- _Your instructions_
Transcribe each record exactly; skip any picture.
------ Information provided ------
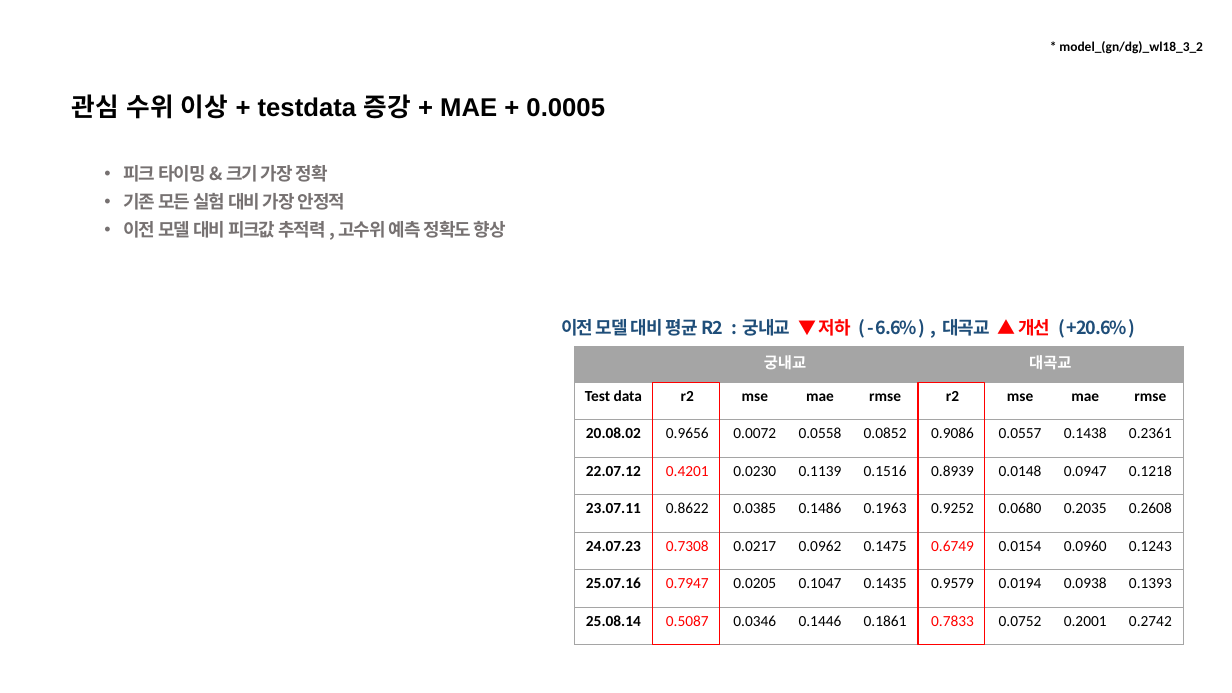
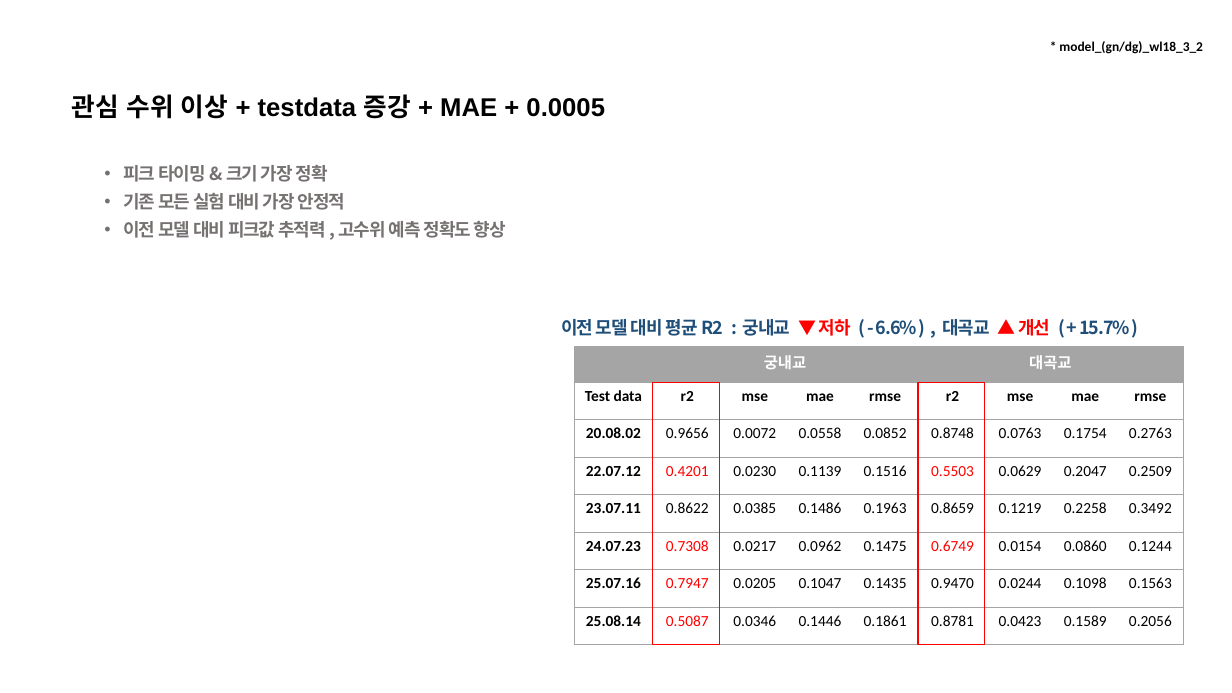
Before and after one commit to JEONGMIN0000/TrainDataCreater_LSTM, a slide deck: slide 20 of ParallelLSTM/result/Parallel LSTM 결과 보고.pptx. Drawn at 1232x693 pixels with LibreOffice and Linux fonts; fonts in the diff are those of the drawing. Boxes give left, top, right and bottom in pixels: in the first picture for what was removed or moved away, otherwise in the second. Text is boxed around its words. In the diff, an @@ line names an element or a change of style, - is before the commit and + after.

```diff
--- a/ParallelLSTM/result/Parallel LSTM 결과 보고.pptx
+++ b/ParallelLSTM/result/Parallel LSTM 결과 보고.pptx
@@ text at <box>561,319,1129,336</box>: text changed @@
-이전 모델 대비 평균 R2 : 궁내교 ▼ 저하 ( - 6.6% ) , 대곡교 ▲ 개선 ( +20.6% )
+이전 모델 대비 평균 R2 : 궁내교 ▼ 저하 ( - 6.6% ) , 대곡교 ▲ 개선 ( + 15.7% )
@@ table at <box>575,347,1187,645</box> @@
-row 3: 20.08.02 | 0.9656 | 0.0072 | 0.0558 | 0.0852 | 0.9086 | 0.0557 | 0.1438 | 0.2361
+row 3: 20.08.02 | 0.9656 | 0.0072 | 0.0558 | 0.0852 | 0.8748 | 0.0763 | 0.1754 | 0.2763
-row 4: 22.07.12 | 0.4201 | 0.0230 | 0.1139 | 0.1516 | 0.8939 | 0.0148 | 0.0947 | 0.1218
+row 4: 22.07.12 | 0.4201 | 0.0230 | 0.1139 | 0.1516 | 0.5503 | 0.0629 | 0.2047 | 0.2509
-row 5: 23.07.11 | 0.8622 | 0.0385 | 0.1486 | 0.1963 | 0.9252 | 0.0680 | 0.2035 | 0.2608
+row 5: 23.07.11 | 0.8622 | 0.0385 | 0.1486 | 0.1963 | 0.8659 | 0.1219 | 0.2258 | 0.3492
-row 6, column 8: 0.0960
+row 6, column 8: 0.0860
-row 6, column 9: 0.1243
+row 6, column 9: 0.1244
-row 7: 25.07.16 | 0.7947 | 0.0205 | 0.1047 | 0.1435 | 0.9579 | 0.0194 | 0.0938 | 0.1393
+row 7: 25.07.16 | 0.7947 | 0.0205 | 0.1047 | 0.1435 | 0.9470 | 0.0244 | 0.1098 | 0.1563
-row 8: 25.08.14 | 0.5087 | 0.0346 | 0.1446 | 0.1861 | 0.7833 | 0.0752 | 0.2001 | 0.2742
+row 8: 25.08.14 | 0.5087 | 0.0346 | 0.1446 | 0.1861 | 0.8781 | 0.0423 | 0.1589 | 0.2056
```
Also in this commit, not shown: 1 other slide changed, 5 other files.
------
- _Your response_
Before and after one commit to JEONGMIN0000/TrainDataCreater_LSTM, a slide deck: slide 20 of ParallelLSTM/result/Parallel LSTM 결과 보고.pptx. Drawn at 1232x693 pixels with LibreOffice and Linux fonts; fonts in the diff are those of the drawing. Boxes give left, top, right and bottom in pixels: in the first picture for what was removed or moved away, otherwise in the second. Text is boxed around its words. In the diff, an @@ line names an element or a change of style, - is before the commit and + after.

```diff
--- a/ParallelLSTM/result/Parallel LSTM 결과 보고.pptx
+++ b/ParallelLSTM/result/Parallel LSTM 결과 보고.pptx
@@ text at <box>561,319,1129,336</box>: text changed @@
-이전 모델 대비 평균 R2 : 궁내교 ▼ 저하 ( - 6.6% ) , 대곡교 ▲ 개선 ( +20.6% )
+이전 모델 대비 평균 R2 : 궁내교 ▼ 저하 ( - 6.6% ) , 대곡교 ▲ 개선 ( + 15.7% )
@@ table at <box>575,347,1187,645</box> @@
-row 3: 20.08.02 | 0.9656 | 0.0072 | 0.0558 | 0.0852 | 0.9086 | 0.0557 | 0.1438 | 0.2361
+row 3: 20.08.02 | 0.9656 | 0.0072 | 0.0558 | 0.0852 | 0.8748 | 0.0763 | 0.1754 | 0.2763
-row 4: 22.07.12 | 0.4201 | 0.0230 | 0.1139 | 0.1516 | 0.8939 | 0.0148 | 0.0947 | 0.1218
+row 4: 22.07.12 | 0.4201 | 0.0230 | 0.1139 | 0.1516 | 0.5503 | 0.0629 | 0.2047 | 0.2509
-row 5: 23.07.11 | 0.8622 | 0.0385 | 0.1486 | 0.1963 | 0.9252 | 0.0680 | 0.2035 | 0.2608
+row 5: 23.07.11 | 0.8622 | 0.0385 | 0.1486 | 0.1963 | 0.8659 | 0.1219 | 0.2258 | 0.3492
-row 6, column 8: 0.0960
+row 6, column 8: 0.0860
-row 6, column 9: 0.1243
+row 6, column 9: 0.1244
-row 7: 25.07.16 | 0.7947 | 0.0205 | 0.1047 | 0.1435 | 0.9579 | 0.0194 | 0.0938 | 0.1393
+row 7: 25.07.16 | 0.7947 | 0.0205 | 0.1047 | 0.1435 | 0.9470 | 0.0244 | 0.1098 | 0.1563
-row 8: 25.08.14 | 0.5087 | 0.0346 | 0.1446 | 0.1861 | 0.7833 | 0.0752 | 0.2001 | 0.2742
+row 8: 25.08.14 | 0.5087 | 0.0346 | 0.1446 | 0.1861 | 0.8781 | 0.0423 | 0.1589 | 0.2056
```
Also in this commit, not shown: 1 other slide changed, 5 other files.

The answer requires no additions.